The tragedy that Jess was permitted by the state to stretch out the muscles of a middle aged woman with a boring middle-aged ailment, but is not able to help a two-year old with muscular dystrophy in his home, is not lost on either of us. 

7 thoughts on “Disabled Kids During COVID: Jess’s Story

  1. We sent our youngest to an in-person therapy center 6-9 hours a week all summer despite the summer COVID surge here because it was clear that a) she needed to go and b) that our family needed for her to go. The center has had three or so minor go-rounds with COVID in the center since this summer, but we’ve rolled the dice on this. I did feel some qualms when working with a very pregnant staffer from there and was delighted for her when she finally went off to maternity leave.

    The center sends a therapist to our youngest’s school 6 hours a week to help out in the classroom, which has been working well. They were going to have a Halloween party, but thought better of it, and then delivered a Halloween party-in-a-box to our door, via a staffer riding an inflatable dinosaur. It was adorable.

    (This therapy is paid for by ourselves and our insurance company.)


    1. Well, thank god the insurance company is paying for it. I’ve only had 50/50 luck getting insurance to cover autism therapy. I still don’t know if they’re going to pay for our trip to Yale for an evaluation. They said no the first time, but haven’t heard back from the appeal process yet.


      1. Laura wrote, “Well, thank god the insurance company is paying for it.”

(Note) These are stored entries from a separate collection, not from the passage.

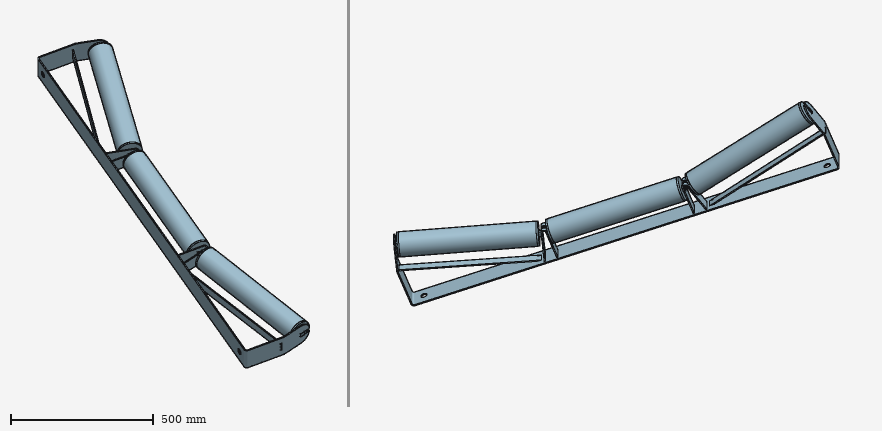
import cadquery as cq
import math


FRAME_LENGTH = 1600.0
TOP_Z = 96.0
STRIP_WIDTH = 86.0
THICKNESS = 5.0
TROUGH_ANGLE = 15.0

CORNER_RADIUS = 11.0
ARM_BEND_Y = 152.0
ARM_BEND_RADIUS = 22.0
ARM_TIP_Y = 269.0
HOLE_DIAMETER = 22.0
HOLE_INSET = 46.0

ROLLER_RADIUS = 45.0
BARREL_LENGTH = 496.0
CAP_STEP = 0.8
CAP_LENGTH = 6.0
SPINDLE_HEIGHT = 20.0
SPINDLE_PROUD = 2.0
SPINDLE_FLATS = 15.0
CENTRE_Y = 100.0
WING_X = 526.0
WING_Y = 168.0
WING_RISE = 6.0

BRACKET_X = 253.0
BRACKET_WIDTH = 51.0
CREST_Y = 125.0
CREST_WIDTH = 20.0
CREST_RADIUS = 10.0
BRACKET_ANGLE = 15.0

STAY_WIDTH = 34.0
STAY_THICKNESS = 5.0
STAY_ANGLE = 16.0
STAY_Y = 140.0
STAY_POKE = 0.3

HALF_LENGTH = FRAME_LENGTH / 2
LEAN = math.radians(TROUGH_ANGLE)
BRACKET_LEAN = math.radians(BRACKET_ANGLE)
STRIP_BOTTOM_Z = TOP_Z - STRIP_WIDTH
STRIP_MID_Z = TOP_Z - STRIP_WIDTH / 2
CENTRE_Z = ROLLER_RADIUS
WING_TILT = math.degrees(math.asin(WING_RISE / BARREL_LENGTH))
WING_REACH = (HALF_LENGTH - WING_X) * math.cos(LEAN) + (ARM_BEND_Y - WING_Y) * math.sin(LEAN)
SLOT_DEPTH = 160.0
SLOT_CLEARANCE = 16.0


def prism(points, width, mid_z):
    """Outline in XY, extruded to a width along Z that is centred on mid_z."""
    base = cq.Workplane("XY").workplane(offset=mid_z - width / 2)
    return base.polyline(points).close().extrude(width)


def on_side(body, side):
    """Keep a right-hand body (side 1) or mirror it to the left (side -1)."""
    return body if side > 0 else body.mirror("YZ")


def place_wing(body):
    """Move a body from the origin to the axis of the right wing roller."""
    tilted = body.rotate((0, 0, 0), (0, 1, 0), -WING_TILT)
    leaning = tilted.rotate((0, 0, 0), (0, 0, 1), TROUGH_ANGLE)
    return leaning.translate((WING_X, WING_Y, CENTRE_Z + WING_RISE / 2))


def place_centre(body):
    return body.translate((0, CENTRE_Y, CENTRE_Z))


def rod(radius, length):
    """Cylinder along X, centred on the origin."""
    return cq.Workplane("YZ").workplane(offset=-length / 2).circle(radius).extrude(length)


def make_roller(spindle_length):
    shell = rod(ROLLER_RADIUS, BARREL_LENGTH - 2 * CAP_LENGTH)
    barrel = shell.union(rod(ROLLER_RADIUS - CAP_STEP, BARREL_LENGTH))
    return barrel.union(cq.Workplane("XY").box(spindle_length, SPINDLE_HEIGHT, SPINDLE_FLATS))


def make_slot(spindle_length):
    """Space that a spindle and its way in from +Y take out of the strips."""
    return (
        cq.Workplane("XY")
        .box(spindle_length, SLOT_DEPTH, SPINDLE_FLATS)
        .translate((0, (SLOT_DEPTH - SPINDLE_HEIGHT) / 2, 0))
    )


def frame_outline(inset):
    """Trough-shaped area inside the frame's outer faces, moved inward by inset."""
    end_x = HALF_LENGTH - inset
    bend_y = ARM_BEND_Y - inset * math.tan(LEAN / 2)
    tip_x = end_x - (ARM_TIP_Y - bend_y) * math.tan(LEAN)
    right = [(end_x, inset), (end_x, bend_y), (tip_x, ARM_TIP_Y)]
    left = [(-x, y) for x, y in reversed(right)]
    area = prism(left + right, STRIP_WIDTH, STRIP_MID_Z)
    area = area.edges("|Z and <Y").fillet(CORNER_RADIUS - inset)
    return area.edges("|Z and (<X or >X)").edges(">Y").fillet(ARM_BEND_RADIUS - inset)


def make_frame():
    frame = frame_outline(0).cut(frame_outline(THICKNESS))
    tip_radius = STRIP_WIDTH / 2
    tip_height = tip_radius * math.cos(LEAN)
    side_outline = (
        cq.Workplane("YZ")
        .workplane(offset=-HALF_LENGTH)
        .moveTo(0, STRIP_BOTTOM_Z)
        .lineTo(ARM_TIP_Y - tip_height, STRIP_BOTTOM_Z)
        .ellipseArc(tip_height, tip_radius, -90, 90, startAtCurrent=True)
        .lineTo(0, TOP_Z)
        .close()
        .extrude(FRAME_LENGTH)
    )
    frame = frame.intersect(side_outline)
    hole_x = HALF_LENGTH - HOLE_INSET
    holes = (
        cq.Workplane("XZ")
        .pushPoints([(-hole_x, STRIP_MID_Z), (hole_x, STRIP_MID_Z)])
        .circle(HOLE_DIAMETER / 2)
        .extrude(-THICKNESS)
    )
    return frame.cut(holes)


def make_stay():
    """Right stay: a flat bar from the arm down to the base, trimmed flush at both ends."""
    length = STAY_Y / math.sin(math.radians(STAY_ANGLE))
    bar = (
        cq.Workplane("XY")
        .box(length, STAY_THICKNESS, STAY_WIDTH, centered=(False, False, True))
        .translate((-length, 0, 0))
        .rotate((0, 0, 0), (0, 0, 1), STAY_ANGLE)
        .translate((HALF_LENGTH + STAY_POKE, STAY_Y, STRIP_MID_Z))
    )
    room = cq.Workplane("XY").box(HALF_LENGTH, ARM_TIP_Y, TOP_Z, centered=False).translate((0, THICKNESS, 0))
    return bar.intersect(room)


def bracket_outline(inset):
    """Area under the folded strip, moved inward by inset."""
    crest_y = CREST_Y - inset
    start_x = BRACKET_X + inset
    end_x = BRACKET_X + CREST_WIDTH - inset * math.tan((math.pi / 2 - BRACKET_LEAN) / 2)
    foot_x = end_x + (crest_y - THICKNESS) * math.tan(BRACKET_LEAN)
    outline = [(start_x, THICKNESS), (start_x, crest_y), (end_x, crest_y), (foot_x, THICKNESS)]
    area = prism(outline, BRACKET_WIDTH, CENTRE_Z)
    return area.edges("|Z and >Y").fillet(CREST_RADIUS - inset)


def make_bracket():
    """Right bracket: an upright leg, a crest and a leaning leg, slotted for two spindles."""
    bracket = bracket_outline(0).cut(bracket_outline(THICKNESS))
    bracket = bracket.cut(place_centre(make_slot(2 * (BRACKET_X + CREST_WIDTH / 2))))
    return bracket.cut(place_wing(make_slot(2 * WING_REACH + SLOT_CLEARANCE)))


frame = make_frame()
wing_spindle_length = 2 * (WING_REACH + SPINDLE_PROUD)
stays = []
brackets = []
wing_rollers = []
for side in (-1, 1):
    stay = on_side(make_stay(), side)
    wing_slot = on_side(place_wing(make_slot(2 * WING_REACH + SLOT_CLEARANCE)), side)
    frame = frame.cut(stay).cut(wing_slot)
    stays.append(stay)
    brackets.append(on_side(make_bracket(), side))
    wing_rollers.append(on_side(place_wing(make_roller(wing_spindle_length)), side))

centre_roller = place_centre(make_roller(2 * (BRACKET_X + THICKNESS)))

bodies = [frame, *stays, *brackets, centre_roller, *wing_rollers]
result = cq.Compound.makeCompound([body.solids().val() for body in bodies])

        3 copays a week is pretty stiff, but she’s having a fabulous 2nd year year after a cruddy 1st grade year. She’s crushing her spelling tests and math tests this year. She’s also got a little recess club where she and a couple of chums LARP stories of their own composition.

        I expect we’ll be paying $360 a month in copays for the foreseeable future, on top of private school tuition.


  2. I agree that your description of offering physical therapy sounds like OB’s guiding people through home births through zoom and that we cannot just shut down early childhood intervention services if cases get bad again. We need to treat intervention like the essential services they are and offer them in the same conditions we offer other necessary medical care.


    1. bj said, “We need to treat intervention like the essential services they are and offer them in the same conditions we offer other necessary medical care.”



      1. I’d agree, too. But I think it’s unlikely to happen (or at least, only for people who are getting these services through private/health insurance channels, not the Govt)

        Our lockdown experience in NZ was that these kind of one-on-one, hands-on, in-person services were the *last* ones to get underway again, and the first ones to be pulled when the infection levels went up again, and we went into modified lockdown.


  3. I’m sorry that NJ is having such a terrible time with EI. My son received PT services through EI in NYC and it has been nothing but a positive experience during the pandemic. Service was suspended for about 2 weeks in late March but started up again in mid April with online therapy. It was less than ideal but the therapist did as good a job as possible. We were given the option to go back to in person therapy in June but decided it was too risky and opted to continue with zoom. If our needs were more severe we might have chosen to return to in person. Obviously the disruption and switch to online made it harder for everyone involved, but given how NYC was affected and the incredible risk of therapists doing multiple in-home visits where they are exposed to dozens of people a day in close proximity indoor settings, I think suspending in person was the only responsible option in the Spring. If we had chosen to go back in person, we would have had a total of 2 weeks suspended and about 2 months online, which seems not terrible given the circumstances. I agree that EI should be considered an essential service and that there should be resources devoted to making it safer, perhaps having children go to centers rather than therapists go to individual homes, many of which are crowded apartments.